The archeological excavations carried out at the Molí del Salt site (Vimbodí i Poblet, Catalonia, Spain) have uncovered a unique piece of mobile art at an Upper Paleolithic level with a chronology ranging between 13,000 and 14,000 years before present. The piece, whose study has been just published in PLOS ONE, is a schist slab, 18 cm long and 8.5 cm wide, that presents seven engraved semicircular motifs. Because of its shape and proportions, these motifs have been interpreted as huts and, therefore, this engraving would be a representation of a hunting-gatherer camp, the first one recorded to date.
A 13,000 years old map of a hunter-gatherer campsite
This engraving would be the first representation of a human social group recorded to date
- Research
First publication date: 03/12/2015
The Molí del Salt excavations began in 1999 have had the support of the Generalitat de Catalunya, the Conca de Barberà Regional Council, the City Council of Vimbodí i Poblet, and SOREA company. These works have been directed by Manuel Vaquero, researcher in the Rovira and Virgili University (URV) and the Catalan Institute of Human Paleoecology and Social Evolution (IPHES).

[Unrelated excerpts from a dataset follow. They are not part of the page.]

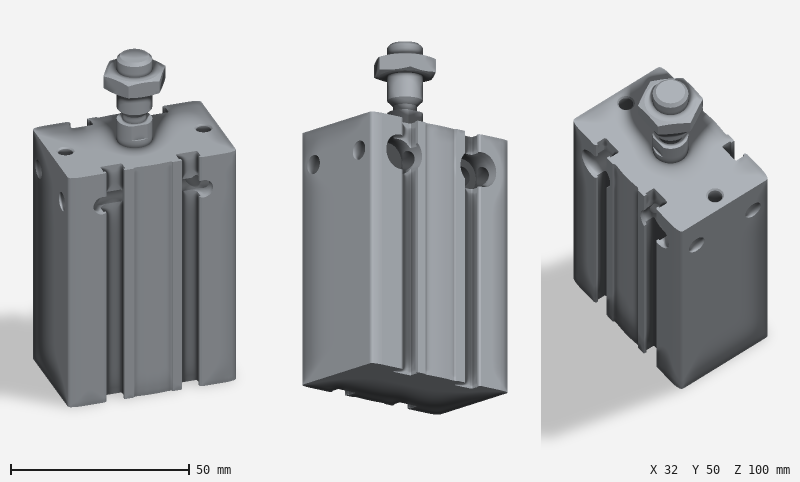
import cadquery as cq
import math

BODY_X = 32.0
BODY_Y = 50.0
BODY_Z = 73.2
HALF_X = BODY_X / 2
HALF_Y = BODY_Y / 2
FLAT_END_Y = 21.5
SIDE_CURVE_R = 9.0
CORNER_R = 1.0

GROOVE_MOUTH_Y = 5.8
GROOVE_STEP_Y = 5.6
GROOVE_STEP_DEPTH = 0.3
GROOVE_FLOOR_Y = 5.0
GROOVE_DEPTH = 0.5
CROWN_DEPTH = 0.2

SLOT_Y = 11.2
SLOT_MOUTH_W = 5.3
SLOT_W = 6.4
SLOT_DEPTH = 4.0
LIP_DEPTH = 1.0
LIP_CHAMFER_W = 0.6
LIP_CHAMFER_DEPTH = 0.3
FLOOR_CHAMFER = 0.3

HOLE_D = 5.5
HOLE_Z = 63.0
SIDE_HOLE_Y = 15.0
END_HOLE_X = 10.0
RECESS_D = 10.0
RECESS_SHIFT = 3.0
RECESS_DEPTH = 9.0

TAP_Y = 20.5
TAP_D = 4.1
TAP_MOUTH_D = 5.0
TAP_DEPTH = 10.0
DRILL_POINT_ANGLE = 118.0

TOP_Z = 100.0
ROD_D = 10.0
FLATS_W = 8.8
FLATS_BOTTOM_Z = 75.5
SHOULDER_Z = 80.0
NECK_D = 6.7
THREAD_START_Z = 83.7
TIP_D = 8.2

HEX_SIDES = 6
NUT_FLATS = 16.0
NUT_H = 5.0
NUT_TOP_Z = 95.7
NUT_FACE_D = 14.6
NUT_CHAMFER_ANGLE = 18.0


def side_x(y):
    """X of the curved part of the +X side at the given y."""
    return HALF_X - SIDE_CURVE_R + math.sqrt(SIDE_CURVE_R**2 - (y - FLAT_END_Y)**2)


def housing_block():
    """Plain block with curved sides and rounded vertical corners."""
    mid_y = (FLAT_END_Y + HALF_Y) / 2
    mid_x = side_x(mid_y)
    end_x = side_x(HALF_Y)
    outline = (
        cq.Workplane("XY")
        .moveTo(HALF_X, -FLAT_END_Y)
        .lineTo(HALF_X, FLAT_END_Y)
        .threePointArc((mid_x, mid_y), (end_x, HALF_Y))
        .lineTo(-end_x, HALF_Y)
        .threePointArc((-mid_x, mid_y), (-HALF_X, FLAT_END_Y))
        .lineTo(-HALF_X, -FLAT_END_Y)
        .threePointArc((-mid_x, -mid_y), (-end_x, -HALF_Y))
        .lineTo(end_x, -HALF_Y)
        .threePointArc((mid_x, -mid_y), (HALF_X, -FLAT_END_Y))
        .close()
    )
    block = outline.extrude(BODY_Z)
    corners = cq.selectors.BoxSelector((-BODY_X, HALF_Y - CORNER_R, 0), (BODY_X, BODY_Y, BODY_Z))
    corners += cq.selectors.BoxSelector((-BODY_X, -BODY_Y, 0), (BODY_X, CORNER_R - HALF_Y, BODY_Z))
    return block.edges("|Z").edges(corners).fillet(CORNER_R)


def groove_cutter(side):
    """Groove with a steep edge, a gentle slope and a crowned floor."""
    face_x = side * HALF_X
    step_x = side * (HALF_X - GROOVE_STEP_DEPTH)
    floor_x = side * (HALF_X - GROOVE_DEPTH)
    crown_x = side * (HALF_X - CROWN_DEPTH)
    return (
        cq.Workplane("XY")
        .moveTo(floor_x, -GROOVE_FLOOR_Y)
        .threePointArc((crown_x, 0), (floor_x, GROOVE_FLOOR_Y))
        .lineTo(step_x, GROOVE_STEP_Y)
        .lineTo(face_x, GROOVE_MOUTH_Y)
        .lineTo(face_x, -GROOVE_MOUTH_Y)
        .lineTo(step_x, -GROOVE_STEP_Y)
        .close()
        .extrude(BODY_Z)
    )


def slot_cutter(side, end):
    """T-slot with chamfered floor corners; the lip nearer the end face is chamfered too."""
    def at(depth, y_offset):
        return (side * (HALF_X - depth), end * (SLOT_Y + y_offset))

    mouth = SLOT_MOUTH_W / 2
    wall = SLOT_W / 2
    outline = [
        at(0, -mouth),
        at(LIP_DEPTH, -mouth),
        at(LIP_DEPTH, -wall),
        at(SLOT_DEPTH - FLOOR_CHAMFER, -wall),
        at(SLOT_DEPTH, FLOOR_CHAMFER - wall),
        at(SLOT_DEPTH, wall - FLOOR_CHAMFER),
        at(SLOT_DEPTH - FLOOR_CHAMFER, wall),
        at(LIP_DEPTH, wall),
        at(LIP_DEPTH, mouth),
        at(LIP_CHAMFER_DEPTH, mouth),
        at(0, mouth + LIP_CHAMFER_W),
    ]
    return cq.Workplane("XY").polyline(outline).close().extrude(BODY_Z)


def side_hole_cutter(end):
    """Hole along X with its round-ended recess on the -X side."""
    hole_y = end * SIDE_HOLE_Y
    recess_y = end * (SIDE_HOLE_Y - RECESS_SHIFT / 2)
    start = cq.Workplane("YZ", origin=(-HALF_X, 0, 0))
    hole = start.center(hole_y, HOLE_Z).circle(HOLE_D / 2).extrude(BODY_X)
    recess = (start.center(recess_y, HOLE_Z)
              .slot2D(RECESS_D + RECESS_SHIFT, RECESS_D).extrude(RECESS_DEPTH))
    return hole.union(recess)


def end_hole_cutter(x):
    """Hole along Y, right through the housing."""
    return (cq.Workplane("XZ", origin=(x, HALF_Y, HOLE_Z))
            .circle(HOLE_D / 2).extrude(BODY_Y))


def tapped_hole_cutter(y):
    """Countersunk hole with a drill point."""
    radius = TAP_D / 2
    mouth_radius = TAP_MOUTH_D / 2
    countersink = mouth_radius - radius
    point = radius / math.tan(math.radians(DRILL_POINT_ANGLE / 2))
    profile = [
        (0, 0),
        (mouth_radius, 0),
        (radius, -countersink),
        (radius, -TAP_DEPTH),
        (0, -TAP_DEPTH - point),
    ]
    return (cq.Workplane("XZ").polyline(profile).close().revolve(360, (0, 0), (0, 1))
            .translate((0, y, BODY_Z)))


def make_housing():
    """Block with grooves, slots, mounting holes and tapped holes."""
    body = housing_block()
    for side in (-1, 1):
        body = body.cut(groove_cutter(side))
        body = body.cut(end_hole_cutter(side * END_HOLE_X))
        for end in (-1, 1):
            body = body.cut(slot_cutter(side, end))
    for end in (-1, 1):
        body = body.cut(side_hole_cutter(end))
        body = body.cut(tapped_hole_cutter(end * TAP_Y))
    return body


def make_rod():
    """Rod standing on the housing, with a neck, a threaded end and two wrench flats."""
    rod_r = ROD_D / 2
    neck_r = NECK_D / 2
    tip_r = TIP_D / 2
    profile = [
        (0, BODY_Z),
        (rod_r, BODY_Z),
        (rod_r, SHOULDER_Z),
        (neck_r, SHOULDER_Z),
        (neck_r, THREAD_START_Z - (rod_r - neck_r)),
        (rod_r, THREAD_START_Z),
        (rod_r, TOP_Z - (rod_r - tip_r)),
        (tip_r, TOP_Z),
        (0, TOP_Z),
    ]
    rod = cq.Workplane("XZ").polyline(profile).close().revolve(360, (0, 0), (0, 1))
    flat_depth = (ROD_D - FLATS_W) / 2
    for side in (-1, 1):
        flat_x = side * (FLATS_W + flat_depth) / 2
        flat = (cq.Workplane("XY", origin=(flat_x, 0, FLATS_BOTTOM_Z))
                .rect(flat_depth, ROD_D)
                .extrude(SHOULDER_Z - FLATS_BOTTOM_Z))
        rod = rod.cut(flat)
    return rod


def make_nut():
    """Hexagon nut with flats facing +X and -X, chamfered on both faces."""
    corner_r = NUT_FLATS / 2 / math.cos(math.pi / HEX_SIDES)
    face_r = NUT_FACE_D / 2
    drop = (corner_r - face_r) * math.tan(math.radians(NUT_CHAMFER_ANGLE))
    hexagon = (cq.Workplane("XY").polygon(HEX_SIDES, 2 * corner_r).extrude(NUT_H)
               .rotate((0, 0, 0), (0, 0, 1), 180 / HEX_SIDES))
    profile = [
        (ROD_D / 2, 0),
        (face_r, 0),
        (corner_r, drop),
        (corner_r, NUT_H - drop),
        (face_r, NUT_H),
        (ROD_D / 2, NUT_H),
    ]
    ring = cq.Workplane("XZ").polyline(profile).close().revolve(360, (0, 0), (0, 1))
    return hexagon.intersect(ring).translate((0, 0, NUT_TOP_Z - NUT_H))


housing = make_housing()
rod = make_rod()
nut = make_nut()
result = cq.Compound.makeCompound([housing.val(), rod.val(), nut.val()])

According to the analysis carried out by Marcos García-Díez (University of the Basque Country) and Manuel Vaquero (URV/IPHES), the shape and metrics of the semicircular motifs show a close formal similarity with the huts built by various groups of hunter-gatherers known by ethnographic accounts (Kalahari Bushmen, Australian aborigines ...). The number of huts on the slab (seven) also coincides with the usual size of a hunter-gatherer camp.
The Molí del Salt object is a singularity in the context of Paleolithic art, which is dominated by animal figures and abstract signs. Moreover, it informs us about a secular art, far from the ideological implications that are often attributed to the Paleolithic animal representations. Manuel Vaquero points out that "if we take into account that camps are the spatial manifestation of the hunter-gatherer social structure, the Molí del Salt slab can be considered the first representation of a social group known to date".

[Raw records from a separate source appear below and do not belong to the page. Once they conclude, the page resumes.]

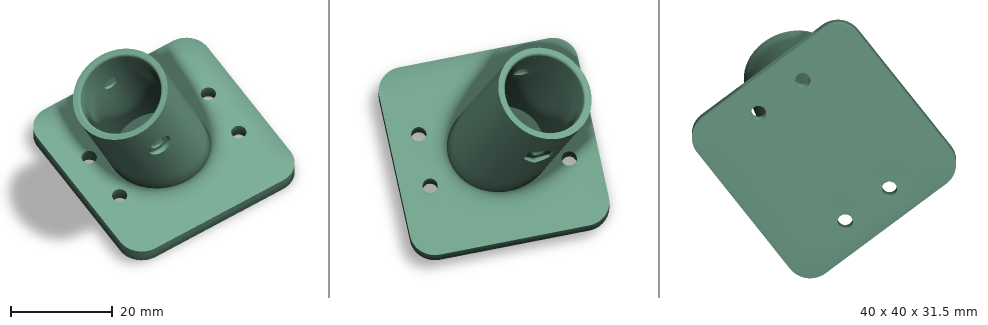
import cadquery as cq

plate_side = 40
plate_thickness = 3.0
corner_radius = 5.0
mount_hole_diameter = 3.0
mount_spacing_x = 11.0
mount_spacing_y = 28

tilt_angle = 20
tube_length = 30
tube_diameter = 19.5
bore_diameter = 16.5
mouth_rounding = 0.5

screw_distance = 21.0
screw_diameter = 3.0
nut_across_corners = 6.35
head_diameter = 5.0
seat_depth = 1.0


def lean(shape):
    """Tilt an upright shape about the X axis into the tube direction."""
    return shape.rotate((0, 0, 0), (1, 0, 0), tilt_angle)


def above_plate(shape):
    """Keep only the part of a shape above the plate's top face."""
    space_size = 2 * plate_side
    space = cq.Workplane("XY").workplane(offset=plate_thickness)
    return shape.intersect(space.rect(space_size, space_size).extrude(space_size))


def make_plate():
    plate = cq.Workplane("XY").rect(plate_side, plate_side).extrude(plate_thickness)
    plate = plate.edges("|Z").fillet(corner_radius)
    holes = plate.faces(">Z").workplane().rarray(mount_spacing_x, mount_spacing_y, 2, 2)
    return holes.hole(mount_hole_diameter)


def make_tube():
    start = -tube_diameter / 2
    base = cq.Workplane("XY").workplane(offset=start)
    tube = base.circle(tube_diameter / 2).circle(bore_diameter / 2).extrude(tube_length - start)
    rim = tube.faces(">Z")
    return rim.edges(cq.selectors.RadiusNthSelector(0)).fillet(mouth_rounding)


def cut_screw_and_seats(tube):
    side = cq.Workplane("YZ").center(0, screw_distance)
    screw = side.circle(screw_diameter / 2).extrude(tube_diameter, both=True)
    seat_floor = tube_diameter / 2 - seat_depth
    nut = side.workplane(offset=-seat_floor).transformed(rotate=(0, 0, 90))
    nut = nut.polygon(6, nut_across_corners).extrude(-tube_diameter / 2)
    head = side.workplane(offset=seat_floor).circle(head_diameter / 2).extrude(tube_diameter / 2)
    return tube.cut(screw).cut(nut).cut(head)


tube = cut_screw_and_seats(make_tube())
result = make_plate().union(above_plate(lean(tube)))
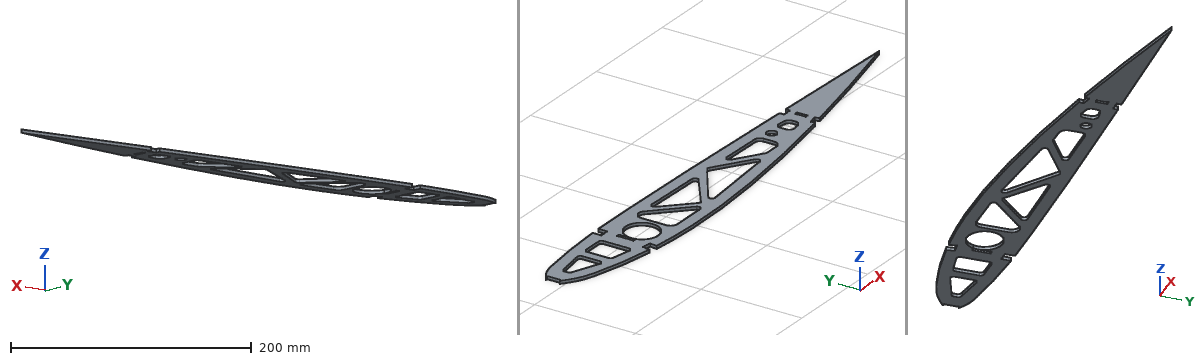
import cadquery as cq

chord = 512.27
thickness = 3.0

nose_top = (0.0, -2.9)
nose_bottom = (0.0, -16.9)
tail_tip = (chord, 0.0)
upper_curve = [
    (11.5, 2.6), (31.8, 5.9), (59.5, 8.6), (92.0, 10.3), (118.0, 10.6),
    (160.0, 10.2), (239.0, 8.8), (339.0, 5.9), (433.0, 2.6),
]
lower_curve = [
    (405.0, -23.3), (360.0, -31.6), (291.0, -42.2), (248.0, -47.1), (211.0, -50.1),
    (162.0, -51.6), (116.0, -49.6), (81.2, -45.3), (58.0, -40.9), (34.8, -34.9),
    (16.3, -28.2), (5.3, -21.2),
]

nose_setback = 2.0
nose_lip = 0.5

small_round = 3.0
medium_round = 5.0
large_round = 7.0
windows = {
    "nose": [
        (17.4, -8.1, small_round),
        (49.7, -3.5, small_round),
        (49.7, -28.7, small_round),
        (17.4, -15.4, small_round),
    ],
    "front bay": [
        (58.9, -2.9, small_round),
        (83.5, -2.9, small_round),
        (83.5, -34.6, small_round),
        (58.9, -29.5, small_round),
    ],
    "truss 1": [
        (137.5, 8.6, large_round),
        (185.8, -39.7, small_round),
        (137.5, -39.7, large_round),
    ],
    "truss 2": [
        (156.7, -1.2, small_round),
        (231.8, -3.1, small_round),
        (189.2, -33.9, small_round),
    ],
    "truss 3": [
        (192.0, -39.4, small_round),
        (247.0, -2.0, small_round),
        (290.2, -31.0, small_round),
    ],
    "truss 4": [
        (262.9, -4.2, small_round),
        (319.8, -5.4, medium_round),
        (319.8, -27.8, large_round),
        (298.4, -27.8, medium_round),
    ],
    "tail": [
        (344.8, -5.4, medium_round),
        (361.5, -7.6, medium_round),
        (361.5, -19.3, medium_round),
        (344.8, -22.4, medium_round),
    ],
}

tube_center = (117.0, -22.2)
tube_diameter = 32.0
pin_center = (332.2, -10.6)
pin_diameter = 9.6

web_width = 3.0
front_web_x = 99.2
front_web_y = (-26.3, -10.0)
rear_web_x = 375.2
rear_web_y = (-17.2, -6.8)

cap_width = 9.0
front_upper_notch = (96.2, 1.7)
front_lower_notch = (96.4, -40.2)
front_lower_tilt = -8.0
rear_upper_notch = (372.2, 0.4)
rear_lower_notch = (372.5, -25.0)
rear_lower_tilt = 12.0
notch_reach = 15.0


def airfoil_plate():
    """Solid airfoil section with the flat nose face set back between its lips."""
    upper_lip = (nose_setback, nose_top[1] - nose_lip)
    lower_lip = (nose_setback, nose_bottom[1] + nose_lip)
    return (
        cq.Workplane("XY")
        .moveTo(*nose_top)
        .spline(upper_curve + [tail_tip], includeCurrent=True)
        .spline(lower_curve + [nose_bottom], includeCurrent=True)
        .lineTo(*lower_lip)
        .lineTo(*upper_lip)
        .close()
        .extrude(thickness)
    )


def window(corners):
    """Polygonal cutter with each vertical edge rounded by its own radius."""
    outline = [(x, y) for x, y, radius in corners]
    cutter = cq.Workplane("XY").polyline(outline).close().extrude(thickness)
    for x, y, radius in corners:
        corner_edge = cq.selectors.NearestToPointSelector((x, y, thickness / 2))
        cutter = cutter.edges("|Z").edges(corner_edge).fillet(radius)
    return cutter


def round_hole(center, diameter):
    return cq.Workplane("XY").center(*center).circle(diameter / 2).extrude(thickness)


def web_slot(x, y_range):
    bottom, top = y_range
    return (
        cq.Workplane("XY")
        .center(x, (bottom + top) / 2)
        .rect(web_width, top - bottom)
        .extrude(thickness)
    )


def cap_notch(floor_center, outward, tilt=0.0):
    """Open notch whose floor sits at floor_center; outward is +1 (up) or -1 (down) in Y."""
    x, y = floor_center
    return (
        cq.Workplane("XY")
        .center(0, outward * notch_reach / 2)
        .rect(cap_width, notch_reach)
        .extrude(thickness)
        .rotate((0, 0, 0), (0, 0, 1), tilt)
        .translate((x, y, 0))
    )


cutouts = [window(corners) for corners in windows.values()]
cutouts += [
    round_hole(tube_center, tube_diameter),
    round_hole(pin_center, pin_diameter),
    web_slot(front_web_x, front_web_y),
    web_slot(rear_web_x, rear_web_y),
    cap_notch(front_upper_notch, 1),
    cap_notch(front_lower_notch, -1, front_lower_tilt),
    cap_notch(rear_upper_notch, 1),
    cap_notch(rear_lower_notch, -1, rear_lower_tilt),
]

result = airfoil_plate()
for cutout in cutouts:
    result = result.cut(cutout)

Marcos García-Diez adds that "the technical analysis indicates that the seven motifs were engraved in a very short time using a similar technique and instrument. This suggests that the engraving would show a reality that the artist would have before their eyes". It would be therefore one of the first documented examples of landscape art, with the particularity that this time the depicted landscape was exclusively human.